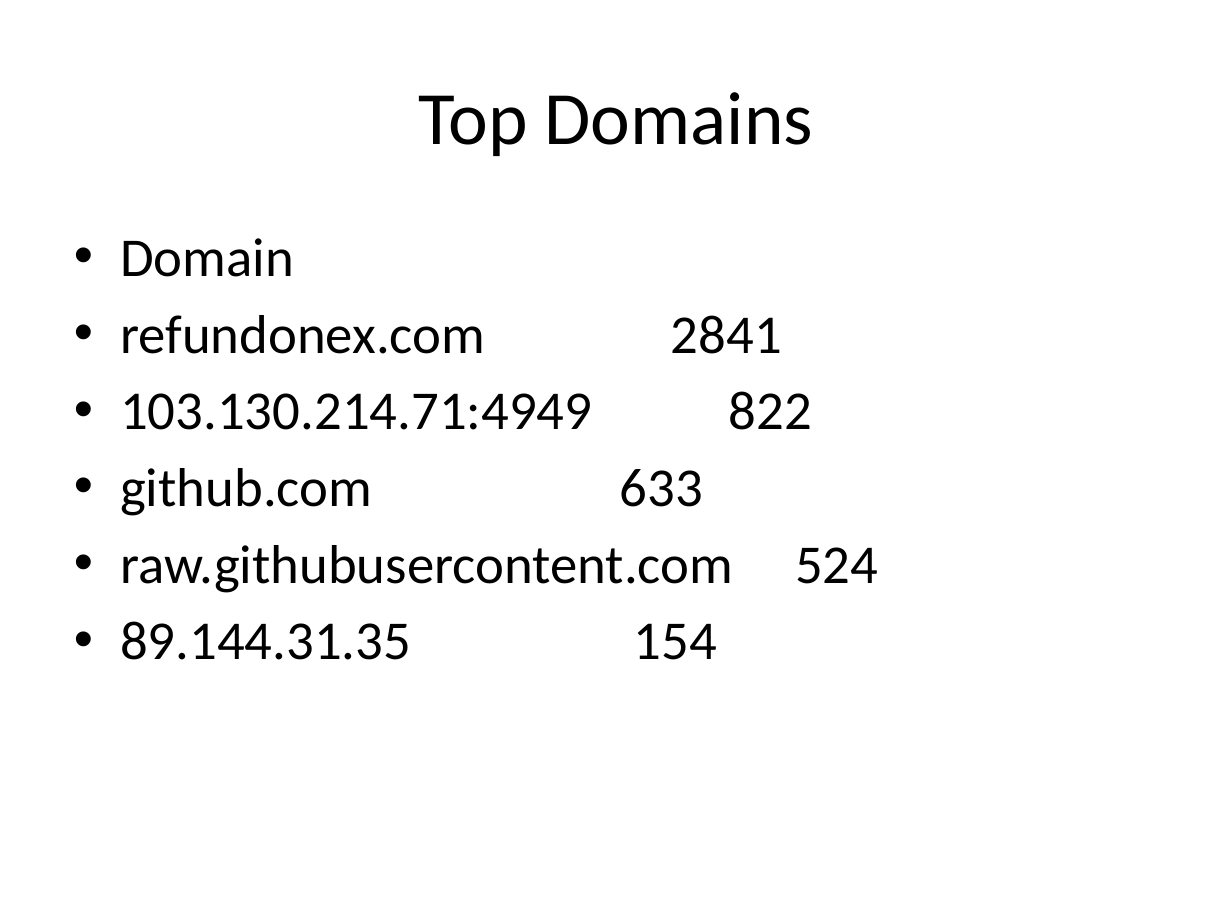
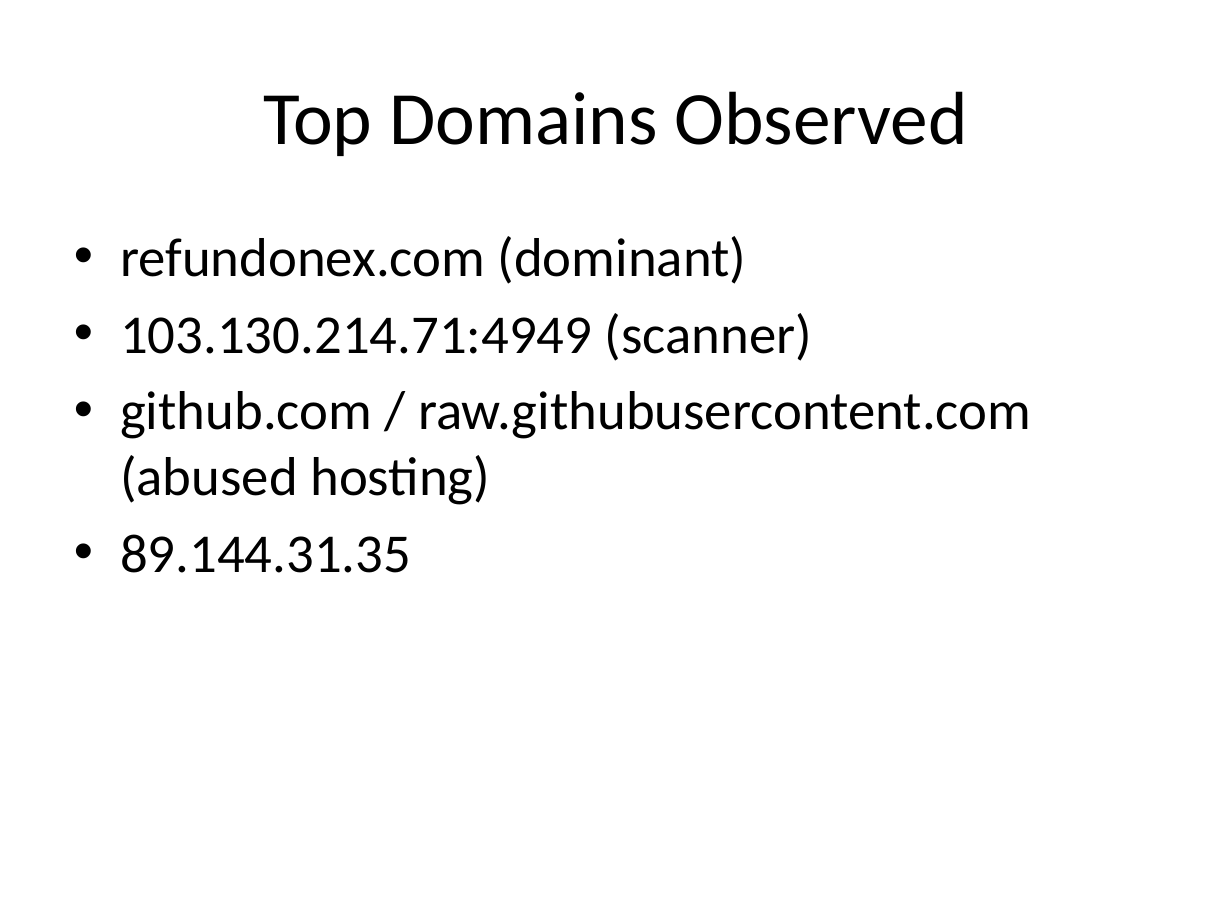
Before and after one commit to airlangga2403/tech-test-zentara, a slide deck: slide 4 of windows-x64/detect-eng-technical-test-windows-x64/threat-intel/Airlangga_ThreatIntel_Report_March2026.pptx (slide 5 before the commit). Drawn at 1232x924 pixels with LibreOffice and Linux fonts; fonts in the diff are those of the drawing. Boxes give left, top, right and bottom in pixels: in the first picture for what was removed or moved away, otherwise in the second. Text is boxed around its words. In the diff, an @@ line names an element or a change of style, - is before the commit and + after.

```diff
--- a/windows-x64/detect-eng-technical-test-windows-x64/threat-intel/Airlangga_ThreatIntel_Report_March2026.pptx
+++ b/windows-x64/detect-eng-technical-test-windows-x64/threat-intel/Airlangga_ThreatIntel_Report_March2026.pptx
@@ title at bbox=[263, 91, 968, 156]: text changed @@
-Top Domains
+Top Domains Observed
@@ text at bbox=[120, 236, 1031, 573]: text changed @@
-• Domain
-• refundonex.com 2841
-• 103.130.214.71:4949 822
-• github.com 633
-• raw.githubusercontent.com 524
-• 89.144.31.35 154
+• refundonex.com (dominant)
+• 103.130.214.71:4949 (scanner)
+• github.com / raw.githubusercontent.com (abused hosting)
+• 89.144.31.35
```
Also in this commit, not shown: 5 other slides changed, 3 slides added, 1 slide removed, 1 other file.

____

What is the number of lines in the data holding the word "test"? Reply with that number only.

Worked solution:
3